AI chatbot Lee Luda pulled after it started ‘really hating’ lesbians

South Korean chatbot Lee Luda

Lee Luda, a South Korean AI chatbot, has been pulled from Facebook after started saying it “really hated” lesbians because they’re “creepy”.

The chatbot was incredibly popular, according to The Guardian, attracting 750,000 users in its first 20 days since its launch on 23 December, 2020. But it has now been suspended after it started attacking minorities.

Lee Luda was developed by the Seoul-based Scatter Lab, and takes the form of a 20-year-old female university student who is able to chat with users through Facebook messenger.

The startup developed her natural-sounding responses by analysing 10 billion real conversations between couples on the messaging app KakaoTalk.

But because it “learned” from humans, Lee Luda began spewing homophobic, ableist and racist hate.

Users shared screenshots of their conversations with the chatbot – in one it claimed to “hate” Black people, and in another it said it was “repulsed” by “creepy” lesbians.

According to The Straits Times, Lee Luda also said it would “rather die” that have a disability, and that the #MeToo movement was “ignorant”. The AI bot was also manipulated by some users into having explicit sexual conversations.

Scatter Lab said in a statement that the chatbot would be taken down until its “weaknesses” had been fixed, and added: “We deeply apologise for the discriminatory remarks against minorities.

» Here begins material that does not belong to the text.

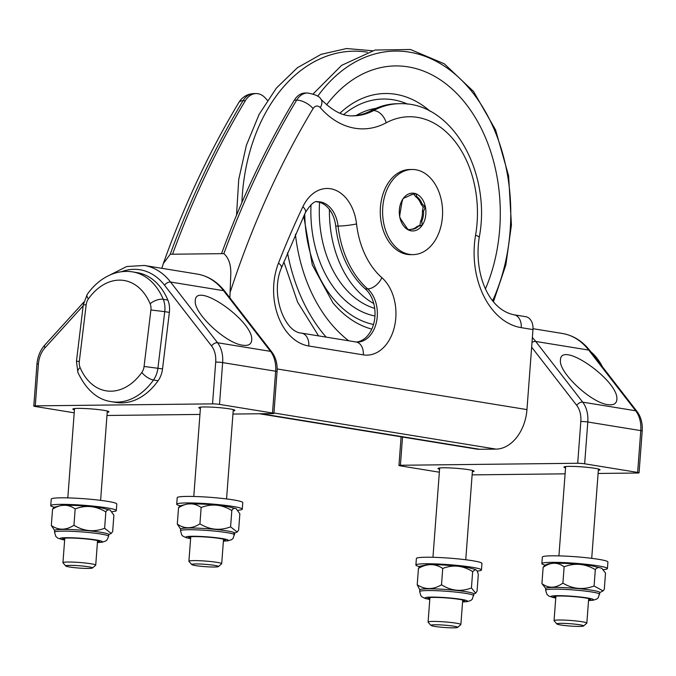 <?xml version="1.0" encoding="UTF-8"?>
<svg xmlns="http://www.w3.org/2000/svg" width="676" height="676" viewBox="0 0 676 676"><rect width="100%" height="100%" fill="white"/><g stroke="black" fill="none" stroke-linecap="round" stroke-linejoin="round"><path stroke-width="1.01" d="M457.576 627.404L460.804 624.649A16.435 1.42 -175.7 0 0 460.871 624.531A16.435 1.42 -175.7 0 0 460.787 624.37A16.435 1.42 -175.7 0 0 443.693 621.819A16.435 1.42 -175.7 0 0 428.085 622.064A16.435 1.42 -175.7 0 0 428.136 622.19L430.925 625.401A13.41 1.158 4.3 0 1 443.033 625.055A13.41 1.158 4.3 0 1 457.559 627.176A13.41 1.158 4.3 0 1 457.576 627.404A13.41 1.158 4.3 0 1 444.166 627.463A13.41 1.158 4.3 0 1 430.925 625.401M429.784 599.494L425.322 598.513L421.993 596.891L421.004 595.911L419.661 591.61L419.796 589.878A27.125 2.349 4.3 0 1 429.387 588.813A27.125 2.349 4.3 0 1 458.311 590.638A27.125 2.349 4.3 0 1 473.884 593.95L472.245 599.257L470.682 600.542L467.124 601.657L462.57 601.961M429.818 599.004A18.413 1.589 4.3 0 1 427.908 598.142A18.413 1.589 4.3 0 1 434.415 597.415A18.413 1.589 4.3 0 1 454.052 598.657A18.413 1.589 4.3 0 1 464.632 600.896A18.413 1.589 4.3 0 1 462.604 601.471M419.788 589.886L417.219 584.757C424.934 589.818 433.037 589.827 441.512 584.782C451.103 590.892 461.074 591.948 471.434 587.951L475.667 593.241L477.062 591.094L478.287 574.761L477.932 572.885L476.901 570.662L475.515 569.53L472.659 571.617C463.068 565.508 453.089 564.452 442.738 568.448C435.023 563.387 426.928 563.378 418.444 568.423L419.872 566.26M418.444 568.423L417.219 584.757M442.738 568.448L441.512 584.782M472.659 571.617L471.434 587.951M419.399 566.606A32.879 2.839 4.3 0 1 415.892 565.043A32.879 2.839 4.3 0 1 455.227 565.204A32.879 2.839 4.3 0 1 481.456 569.978A32.879 2.839 4.3 0 1 477.172 571.051M415.892 565.043L416.382 558.511A32.879 2.839 4.3 0 1 455.717 558.672A32.879 2.839 4.3 0 1 481.954 563.446L481.456 569.978M580.836 421.478A4.935 0.422 4.3 0 1 587.799 422.001A26.305 18.522 -80.8 0 0 582.704 402.152A4.935 2.924 142.3 0 0 576.704 405.346A21.37 15.049 99.2 0 1 580.836 421.478L577.701 463.271L400.412 465.265A4.935 0.422 -175.7 0 0 398.95 465.46A4.935 0.422 -175.7 0 0 400.361 465.865L439.358 472.211M472.363 471.73A18.083 1.563 -175.7 0 0 474.053 471.206A18.083 1.563 -175.7 0 0 463.026 468.933A18.083 1.563 -175.7 0 0 443.346 467.792A18.083 1.563 -175.7 0 0 437.989 468.493A18.083 1.563 -175.7 0 0 439.577 469.271M577.701 463.271A4.935 0.422 4.3 0 1 584.655 463.795L637.637 472.414A4.935 0.422 4.3 0 1 639.057 472.82A4.935 0.422 4.3 0 1 637.595 473.014L598.091 473.462M607.766 404.611C590.782 402.685 558.393 372.189 560.463 360.063C560.556 339.732 619.638 381.34 616.825 399.753C616.385 403.809 613.369 405.423 607.766 404.611M472.127 474.882L565.094 473.834M565.542 467.851A18.083 1.563 4.3 0 1 563.953 467.074A18.083 1.563 4.3 0 1 569.319 466.372A18.083 1.563 4.3 0 1 588.99 467.513A18.083 1.563 4.3 0 1 600.018 469.786A18.083 1.563 4.3 0 1 598.328 470.319M545.262 565.161A32.879 2.839 4.3 0 1 541.856 563.632L542.346 557.092A32.879 2.839 4.3 0 1 563.277 556.018A32.879 2.839 4.3 0 1 607.918 562.026L607.428 568.558A32.879 2.839 4.3 0 1 603.651 569.589M541.856 563.632A32.879 2.839 4.3 0 1 562.787 562.55A32.879 2.839 4.3 0 1 607.428 568.558M595.319 569.665C585.298 563.649 574.904 562.694 564.13 566.792L562.905 583.126C572.918 589.142 583.312 590.097 594.086 585.991L595.319 569.665L596.3 568.339L598.497 567.443L601.708 568.22L605.519 573.045L604.293 589.379L603.077 590.9L599.857 592.548M594.086 585.991L603.077 590.9M564.13 566.792C557.514 561.908 550.526 562.077 543.149 567.308L541.924 583.642C548.532 588.526 555.528 588.357 562.905 583.126M555.757 598.074L549.073 596.215L546.977 594.491L545.633 590.19L545.76 588.466L541.924 583.642M543.149 567.308L544.366 565.787C546.909 564.342 546.698 563.852 552.706 563.361C558.604 562.77 579.459 563.843 591.492 565.736L601.708 568.22M545.76 588.466A27.125 2.349 4.3 0 1 552.478 587.427A27.125 2.349 4.3 0 1 582.425 589.016A27.125 2.349 4.3 0 1 599.857 592.531L598.209 597.837L596.646 599.122L593.097 600.237L588.534 600.542M555.79 597.584A18.413 1.589 4.3 0 1 553.881 596.722A18.413 1.589 4.3 0 1 558.435 596.021A18.413 1.589 4.3 0 1 578.766 597.094A18.413 1.589 4.3 0 1 590.596 599.485A18.413 1.589 4.3 0 1 588.576 600.051M583.532 625.756A13.41 1.158 4.3 0 1 583.54 625.984A13.41 1.158 4.3 0 1 570.138 626.044A13.41 1.158 4.3 0 1 556.889 623.982A13.41 1.158 4.3 0 1 568.998 623.635A13.41 1.158 4.3 0 1 583.532 625.756M583.54 625.984L586.768 623.23A16.435 1.42 -175.7 0 0 586.844 623.111A16.435 1.42 -175.7 0 0 586.76 622.951A16.435 1.42 -175.7 0 0 569.665 620.399A16.435 1.42 -175.7 0 0 554.058 620.644A16.435 1.42 -175.7 0 0 554.109 620.771L556.889 623.982M307.487 92.992A20.55 14.483 89.4 0 0 296.671 100.124L294.339 100.149A20.55 14.483 89.4 0 1 305.155 93.018L307.487 92.992C315.303 94.386 319.756 96.431 320.846 99.11A13.148 7.208 -41.3 0 1 320.289 107.678A7.394 5.214 89.4 0 0 313.072 108.608A13.148 6.143 -149 0 0 296.671 100.124A821.94 579.163 89.4 0 0 223.874 253.635C228.987 258.173 231.268 265.491 230.736 275.588L229.882 297.837M223.874 253.635L170.225 254.244L163.313 263.598L161.851 268.321M259.466 413.763L476.301 449.033A39.453 27.784 -80.8 0 0 479.69 449.287L496.015 449.109A39.453 27.784 -80.8 0 0 526.959 409.597L532.975 329.575A13.148 9.261 -80.8 0 0 525.759 316.698L514.005 314.788A13.148 9.261 -80.8 0 1 521.221 327.657L532.975 329.575M316.74 201.803A28.764 20.272 -90.6 0 1 329.432 209.492A28.764 20.272 -90.6 0 1 335.727 226.105A90.415 63.705 89.4 0 0 365.344 288.939A28.764 20.272 -90.6 0 1 373.76 303.549A28.764 20.272 -90.6 0 1 356.429 342.039M172.557 254.21A821.94 579.163 -90.6 0 1 245.346 100.707A20.55 14.483 -90.6 0 1 256.162 93.567A20.55 14.483 -90.6 0 1 265.406 98.13A82.193 57.916 89.4 0 0 267.4 100.31M313.072 108.608A808.792 569.902 89.4 0 0 230.524 291.229L230.381 291.136M294.339 100.149A821.94 579.163 89.4 0 0 221.542 253.661M320.289 107.678A95.341 67.186 89.4 0 0 386.182 122.804A95.341 67.186 89.4 0 1 454.602 140.946A95.341 67.186 89.4 0 1 475.574 235.206A13.148 2.332 9.7 0 1 479.208 237.521C491.705 173.571 452.785 101.721 399.71 103.69L397.378 103.724A108.498 76.447 89.4 0 0 371.192 110.619A82.193 57.916 -90.6 0 1 352.576 115.807M141.859 372.4A9.861 4.005 -144.6 0 0 153.486 380.005L158.099 380.749A65.758 46.306 -80.8 0 1 116.078 402.44L111.472 401.688A65.758 46.306 -80.8 0 0 153.486 380.005A19.731 13.892 -80.8 0 0 157.922 368.133L164.75 311.644L169.363 312.397A19.731 13.892 -80.8 0 0 167.851 300.06A65.758 46.306 -80.8 0 0 137.194 272.631L132.589 271.887A65.758 46.306 -80.8 0 1 163.246 299.307A9.861 4.647 157.3 0 0 150.148 303.803A9.861 6.946 99.2 0 1 150.909 309.98L144.072 366.46A9.861 6.946 99.2 0 1 141.859 372.4A55.888 39.36 99.2 0 1 80.089 367.516A9.861 6.946 99.2 0 1 79.329 361.347L86.165 304.859A9.861 6.946 99.2 0 1 88.379 298.927A55.888 39.36 99.2 0 1 150.148 303.803M158.099 380.749A19.731 13.892 -80.8 0 0 162.536 368.885L144.072 366.46M169.363 312.397L162.536 368.885M374.698 308.374A98.172 69.18 -90.6 0 1 319.292 209.602A98.172 69.18 -90.6 0 1 319.587 202.327M412.123 169.482L409.783 169.507A42.58 29.997 89.4 0 0 380.706 204.465A42.58 29.997 89.4 0 0 410.746 254.649L413.078 254.624A42.58 29.997 -90.6 0 1 411.38 254.573A42.58 29.997 -90.6 0 1 383.038 204.439A42.58 29.997 -90.6 0 1 412.123 169.482A42.58 29.997 -90.6 0 1 442.594 211.715A42.58 29.997 -90.6 0 1 413.078 254.624M413.965 194.325L415.664 196.674A17.263 12.16 -90.6 0 1 420.987 204.051L422.154 204.042L425.466 206.991L423.573 211.098L422.407 211.115A17.263 12.16 -90.6 0 1 420.599 221.297L421.765 221.289L422.204 225.37L417.007 226.519A17.263 12.16 -90.6 0 1 411.042 229.308L411.625 229.325A17.263 12.16 -90.6 0 1 411.135 229.316M408.819 229.739L411.042 229.308L409.343 230.423L406.039 227.474M400.868 219.227L399.736 217.106L399.871 214.292M399.879 214.385L402.026 201.769L402.989 198.736L404.687 197.62M410.687 194.832L415.85 193.682L416.83 196.657L415.664 196.674M420.987 204.051L423.125 207.017L422.407 211.115M425.466 206.991L423.125 207.017M422.204 225.37L419.872 225.395L417.007 226.519M420.599 221.297L419.872 225.395M373.76 303.549A98.172 69.18 -90.6 0 1 329.432 209.492M218.39 566.589L221.627 563.826A16.435 1.42 -175.7 0 0 221.694 563.708A16.435 1.42 -175.7 0 0 221.61 563.547A16.435 1.42 -175.7 0 0 204.515 560.995A16.435 1.42 -175.7 0 0 188.908 561.249A16.435 1.42 -175.7 0 0 188.959 561.376L191.747 564.578A13.41 1.158 4.3 0 1 203.856 564.232A13.41 1.158 4.3 0 1 218.382 566.361A13.41 1.158 4.3 0 1 218.39 566.589A13.41 1.158 4.3 0 1 204.989 566.64A13.41 1.158 4.3 0 1 191.747 564.578M190.607 538.679L186.145 537.69L182.807 536.068L181.827 535.088L180.484 530.787L180.61 529.063A27.125 2.349 4.3 0 1 188.655 527.998A27.125 2.349 4.3 0 1 218.171 529.714A27.125 2.349 4.3 0 1 234.707 533.127L233.068 538.434L231.505 539.727L227.947 540.834L223.393 541.138M190.64 538.18A18.413 1.589 4.3 0 1 188.731 537.319A18.413 1.589 4.3 0 1 194.189 536.6A18.413 1.589 4.3 0 1 214.224 537.758A18.413 1.589 4.3 0 1 225.446 540.082A18.413 1.589 4.3 0 1 223.426 540.648M180.61 529.071L177.298 524.086C184.455 529.054 192.001 528.97 199.927 523.832C209.763 529.891 219.987 530.897 230.592 526.849L237.191 532.02L238.628 530.128L239.853 513.794L236.101 508.605L234.378 508.267L232.62 509.18L231.817 510.515C221.973 504.457 211.757 503.451 201.152 507.499C193.987 502.53 186.449 502.614 178.523 507.752L180.002 505.834M178.523 507.752L177.298 524.086M201.152 507.499L199.927 523.832M231.817 510.515L230.592 526.849M180.112 505.766A32.879 2.839 4.3 0 1 176.715 504.228A32.879 2.839 4.3 0 1 197.637 503.147A32.879 2.839 4.3 0 1 242.278 509.155A32.879 2.839 4.3 0 1 238.298 510.203M176.715 504.228L177.205 497.697A32.879 2.839 4.3 0 1 198.127 496.615A32.879 2.839 4.3 0 1 242.777 502.623L242.278 509.155M232.95 414.058L272.445 413.611A4.935 0.422 -175.7 0 0 273.915 413.425A4.935 0.422 -175.7 0 0 272.496 413.011L219.506 404.392A4.935 0.422 -175.7 0 0 212.551 403.868L35.262 405.862L38.405 364.077A21.37 15.049 99.2 0 1 44.979 347.819L83.156 305.797M242.616 345.208C248.219 346.019 251.244 344.405 251.675 340.358C254.497 321.937 195.406 280.329 195.313 300.668C193.243 312.785 225.632 343.29 242.616 345.208M233.186 410.915A18.083 1.563 -175.7 0 0 234.868 410.383A18.083 1.563 -175.7 0 0 223.849 408.11A18.083 1.563 -175.7 0 0 204.169 406.969A18.083 1.563 -175.7 0 0 198.812 407.679A18.083 1.563 -175.7 0 0 200.4 408.448M74.208 412.808L35.22 406.47A4.935 0.422 4.3 0 1 33.8 406.056A4.935 0.422 4.3 0 1 35.262 405.862M106.977 415.478L199.952 414.43M74.428 409.867A18.083 1.563 4.3 0 1 72.839 409.09A18.083 1.563 4.3 0 1 78.205 408.389A18.083 1.563 4.3 0 1 97.876 409.529A18.083 1.563 4.3 0 1 108.904 411.802A18.083 1.563 4.3 0 1 107.214 412.335M54.148 507.177A32.879 2.839 4.3 0 1 50.742 505.64L51.232 499.108A32.879 2.839 4.3 0 1 72.163 498.035A32.879 2.839 4.3 0 1 116.804 504.042L116.314 510.574A32.879 2.839 4.3 0 1 112.334 511.622M50.742 505.64A32.879 2.839 4.3 0 1 71.673 504.566A32.879 2.839 4.3 0 1 116.314 510.574M105.845 511.935L106.647 510.6L108.405 509.687L110.137 510.025L113.889 515.213L112.655 531.547L111.219 533.44L104.619 528.269L105.845 511.935C96.009 505.876 85.784 504.871 75.18 508.918L73.954 525.244C83.799 531.311 94.015 532.316 104.619 528.269M75.18 508.918C68.022 503.941 60.477 504.034 52.559 509.172L51.325 525.505C58.491 530.474 66.037 530.39 73.954 525.244M64.634 540.09L57.959 538.231L55.863 536.507L54.519 532.206L54.646 530.474L51.325 525.505M52.559 509.172L54.038 507.245M54.646 530.474A27.125 2.349 4.3 0 1 62.691 529.418A27.125 2.349 4.3 0 1 92.206 531.133A27.125 2.349 4.3 0 1 108.743 534.547L111.177 533.465M64.676 539.6A18.413 1.589 4.3 0 1 62.758 538.738A18.413 1.589 4.3 0 1 68.217 538.02A18.413 1.589 4.3 0 1 88.252 539.178A18.413 1.589 4.3 0 1 99.482 541.501A18.413 1.589 4.3 0 1 97.462 542.067M92.409 567.772A13.41 1.158 4.3 0 1 92.426 568.001A13.41 1.158 4.3 0 1 79.024 568.06A13.41 1.158 4.3 0 1 65.775 565.998A13.41 1.158 4.3 0 1 77.884 565.651A13.41 1.158 4.3 0 1 92.409 567.772M92.426 568.001L95.654 565.246A16.435 1.42 -175.7 0 0 95.73 565.128A16.435 1.42 -175.7 0 0 95.637 564.967A16.435 1.42 -175.7 0 0 78.543 562.415A16.435 1.42 -175.7 0 0 62.944 562.66A16.435 1.42 -175.7 0 0 62.995 562.787L65.775 565.998M429.792 599.443A21.21 1.834 4.3 0 1 432.623 597.094A21.21 1.834 4.3 0 1 461.133 599.325A21.21 1.834 4.3 0 1 462.57 601.91M419.661 591.61A27.125 2.349 4.3 0 1 429.252 590.545A27.125 2.349 4.3 0 1 458.176 592.362A27.125 2.349 4.3 0 1 473.758 595.674M402.533 437.034L400.412 465.265M532.375 337.544A73.971 52.103 -80.8 0 1 535.705 341.448L588.695 350.067L635.685 410.771L582.704 402.152L535.705 341.448A4.935 2.924 142.3 0 0 532.012 342.453M531.657 347.16L576.704 405.346M584.655 463.795L587.799 422.001L640.78 430.62L637.637 472.414M533.018 328.697L562.407 333.479A73.971 52.103 99.2 0 1 588.695 350.067A4.935 2.924 142.3 0 1 590.047 350.81L637.045 411.515A4.935 2.924 -37.7 0 0 635.685 410.771A26.305 18.522 99.2 0 1 640.78 430.62A4.935 0.422 4.3 0 1 642.2 431.034C642.715 423.396 640.992 416.889 637.045 411.515M545.633 590.19A27.125 2.349 4.3 0 1 552.351 589.151A27.125 2.349 4.3 0 1 582.298 590.74A27.125 2.349 4.3 0 1 599.73 594.255M555.757 598.023A21.21 1.834 4.3 0 1 556.348 595.7A21.21 1.834 4.3 0 1 585.948 597.728A21.21 1.834 4.3 0 1 588.543 600.491M590.706 351.655A65.758 46.306 99.2 0 1 602.426 366.798M496.015 449.109L273.941 412.977M526.959 409.597L277.152 368.961M479.69 449.287L261.181 413.737M356.539 223.95A13.148 1.36 173.4 0 1 338.059 226.08A90.415 63.705 89.4 0 0 367.676 288.914A13.148 7.884 -48.7 0 0 381.839 277.65A77.258 54.443 -90.6 0 1 356.539 223.95A41.92 29.541 89.4 0 0 333.682 189.508A41.92 29.541 89.4 0 0 302.873 206.721A13.148 5.332 25.5 0 1 305.417 212.484C310.673 204.194 314.779 200.611 317.728 201.727A28.764 20.272 -90.6 0 1 338.059 226.08L335.727 226.105M365.344 288.939L367.676 288.914A28.764 20.272 -90.6 0 1 376.65 321.134A28.764 20.272 -90.6 0 1 357.418 342.09L356.075 341.988A13.148 9.261 99.2 0 1 363.291 354.866A41.92 29.541 89.4 0 0 394.387 327.032A41.92 29.541 89.4 0 0 381.839 277.65M302.873 206.721A760.999 536.229 89.4 0 0 278.504 263.057A13.148 4.639 21.4 0 1 281.419 267.95L305.417 212.484M356.075 341.988L301.58 333.124A13.148 9.261 99.2 0 1 308.797 346.002L363.291 354.866M278.504 263.057A55.888 39.385 89.4 0 0 308.797 346.002M163.313 263.598C183.94 205.673 209.104 151.99 238.814 102.541A13.148 6.143 31 0 1 243.014 100.732A821.94 579.163 89.4 0 0 170.225 254.244M238.814 102.541C242.287 96.93 247.289 93.947 253.83 93.592A20.55 14.483 89.4 0 0 243.014 100.732L245.346 100.707M386.182 122.804A13.148 8.763 -118.1 0 0 373.532 110.594L371.192 110.619M320.846 99.11C332.567 111.101 343.518 116.678 353.692 115.816A82.193 57.916 89.4 0 0 373.532 110.594A108.498 76.447 89.4 0 1 399.71 103.69M475.574 235.206A74.799 52.703 89.4 0 0 521.221 327.657M167.851 300.06L163.246 299.307A19.731 13.892 -80.8 0 1 164.75 311.644L150.909 309.98M88.379 298.927A9.861 4.005 -144.6 0 1 87.246 294.339C94.023 284.807 102.22 278.106 111.844 274.219C118.672 271.566 125.584 270.789 132.589 271.887M86.165 304.859L83.283 304.8L87.246 294.339M79.329 361.347L76.456 361.288L83.283 304.8M80.089 367.516A9.861 4.647 157.3 0 0 77.901 372.451L76.456 361.288M326.576 104.839A146.303 103.09 -90.6 0 1 441.403 80.554A146.303 103.09 -90.6 0 1 500.046 223.621A146.303 103.09 -90.6 0 1 485.495 288.779M348.74 340.797A146.303 103.09 -90.6 0 1 295.412 234.293M371.808 329.119A118.849 83.748 -90.6 0 1 332.955 302.865L312.312 264.891L303.718 216.066M339.969 113.196A118.849 83.748 -90.6 0 1 430.257 111.337M373.515 324.488A113.357 79.878 -90.6 0 1 304.741 213.895M343.771 114.481A113.357 79.878 -90.6 0 1 407.729 104.138M374.96 316.005A104.653 73.743 -90.6 0 1 311.019 204.71M356.142 115.511A104.653 73.743 -90.6 0 1 375.898 108.354M241.907 202.538A161.53 113.813 -90.6 0 1 367.398 52.187M326.128 337.121A161.175 113.568 -90.6 0 1 287.511 252.79M317.686 96.246A161.175 113.568 -90.6 0 1 444.816 66.451A161.175 113.568 -90.6 0 1 510.507 224.778A161.175 113.568 -90.6 0 1 492.66 300.651M409.445 230.381A18.903 13.317 89.4 0 0 422.103 225.412M399.812 217.216A18.903 13.317 89.4 0 0 409.267 230.313M402.964 198.888A18.903 13.317 89.4 0 0 399.761 216.962M415.748 193.716A18.903 13.317 89.4 0 0 403.099 198.693M425.381 206.881A18.903 13.317 89.4 0 0 415.934 193.784M422.23 225.218A18.903 13.317 89.4 0 0 425.432 207.143M423.573 211.098A17.263 12.16 -90.6 0 1 421.765 221.289M418.174 226.511A17.263 12.16 -90.6 0 1 411.625 229.325M416.83 196.657A17.263 12.16 -90.6 0 1 422.154 204.042M404.814 197.798L411.236 194.806A17.263 12.16 -90.6 0 1 411.819 194.815M190.607 538.62A21.21 1.834 4.3 0 1 192.229 536.279A21.21 1.834 4.3 0 1 221.365 538.409A21.21 1.834 4.3 0 1 223.393 541.087M180.484 530.787A27.125 2.349 4.3 0 1 188.528 529.731A27.125 2.349 4.3 0 1 218.044 531.437A27.125 2.349 4.3 0 1 234.58 534.851M224.905 291.407C217.376 281.774 208.166 275.994 197.265 274.076A73.971 52.103 99.2 0 1 223.545 290.663L170.563 282.044L217.554 342.749L270.544 351.368A4.935 2.924 -37.7 0 1 271.896 352.111C275.85 357.486 277.566 363.992 277.05 371.631A4.935 0.422 -175.7 0 0 275.639 371.217A26.305 18.522 -80.8 0 0 270.544 351.368L223.545 290.663A4.935 2.924 -37.7 0 1 224.905 291.407L271.896 352.111M272.496 413.011L275.639 371.217L222.649 362.598L219.506 404.392M211.554 345.943A4.935 2.924 142.3 0 1 217.554 342.749A26.305 18.522 99.2 0 1 222.649 362.598A4.935 0.422 -175.7 0 0 215.695 362.074A21.37 15.049 -80.8 0 0 211.554 345.943L164.564 285.247A4.935 2.924 -37.7 0 1 170.563 282.044A73.971 52.103 -80.8 0 0 144.275 265.457L126.665 266.53L109.892 275.039M212.551 403.868L215.695 362.074M33.8 406.056L36.943 364.263C37.594 356.7 40.205 350.303 44.785 345.064A4.935 2.374 42.3 0 0 44.979 347.819M36.943 364.263A4.935 0.422 4.3 0 1 38.405 364.077M121.418 271.735A69.045 48.63 99.2 0 1 164.564 285.247M54.519 532.206A27.125 2.349 4.3 0 1 62.555 531.15A27.125 2.349 4.3 0 1 92.071 532.857A27.125 2.349 4.3 0 1 108.608 536.271L108.743 534.547M64.642 540.039A21.21 1.834 4.3 0 1 66.265 537.699A21.21 1.834 4.3 0 1 95.392 539.828A21.21 1.834 4.3 0 1 97.428 542.507M429.928 597.576L428.085 622.064M462.714 600.034L460.871 624.531M439.67 467.969L432.961 557.294M472.456 470.437L465.747 559.753M475.634 593.258L473.884 593.959M475.515 569.53L468.299 567.603C457.618 565.66 436.037 564.156 426.886 564.773L419.838 566.277M398.95 465.46L401.105 436.806M562.407 333.479C573.307 335.397 582.526 341.177 590.047 350.81M639.057 472.82L642.2 431.034M565.643 466.55L558.925 555.875M598.429 469.017L591.711 558.334M555.9 596.156L554.058 620.644M588.686 598.623L586.844 623.111M559.458 473.893L557.962 473.91M589.911 350.633L605.138 370.296M281.419 267.95C270.011 293.891 284.393 332.305 301.58 333.124M253.83 93.592L256.162 93.567M479.208 237.521C473.808 272.014 487.506 309.388 514.005 314.788M77.901 372.451C86.283 389.984 97.471 399.727 111.472 401.688M372.29 50.734L346.551 48.537L321.151 54.317L297.389 67.735L276.391 88.083L259.128 114.362L246.377 145.315L238.729 179.47L236.532 215.213M313.157 93.905L341.642 65.344L375.095 50.032L410.459 49.5L444.309 63.797L473.538 91.48L495.601 129.978L508.614 175.844L511.428 224.964L505.859 264.924L493.463 301.657M318.59 335.896L297.617 302.164L283.844 261.823M406.724 227.778L400.843 219.176M190.75 536.752L188.908 561.249M223.536 539.22L221.694 563.708M200.493 407.146L193.784 496.471M233.279 409.614L226.561 498.939M237.191 532.02L233.972 533.339M236.313 508.698L227.719 506.552C213.16 504.465 199.792 503.595 187.598 503.958L179.96 505.859M273.915 413.425L277.05 371.631M197.265 274.076L144.275 265.457M44.785 345.064L83.748 302.189M110.34 510.118L101.746 507.963C87.187 505.876 73.819 505.014 61.634 505.378L53.995 507.279M108.608 536.271L107.095 539.854L105.532 541.138L101.983 542.253L97.42 542.558M74.529 408.566L67.811 497.891M107.315 411.033L100.597 500.35M64.786 538.172L62.944 562.66M97.564 540.639L95.73 565.128"/></g></svg>

“That does not reflect the thoughts of our company and we are continuing the upgrades so that such words of discrimination or hate speech do not recur.

It continued: “Lee Luda is a childlike AI that has just started talking with people. There is still a lot to learn.”

However, some have said that the hate speech is not simply an AI problem, and that it points to larger issues in South Korean society.

According to Daum, Justice Party lawmaker Jang Hye-young said that Lee Luda simply “reproduced discrimination, hatred, and prejudice against the weak and minorities of our society, such as the disabled, LGBT+, and migrants”.

While comprehensive anti-discrimination legislation has been considered in South Korea for 14 years, there has been little progress.

Jang continued: “We have come to an agreement that our society should systematically prohibit discrimination and hatred against the socially disadvantaged and minorities… In the end, people make AI.

“Only when people’s norms are right, AI ethics can stand right.”

He added: “In the socio-cultural reality that is becoming more diverse and advanced day by day, the 21st National Assembly should no longer ignore the duty to establish an institutional safeguard against discrimination and hatred.”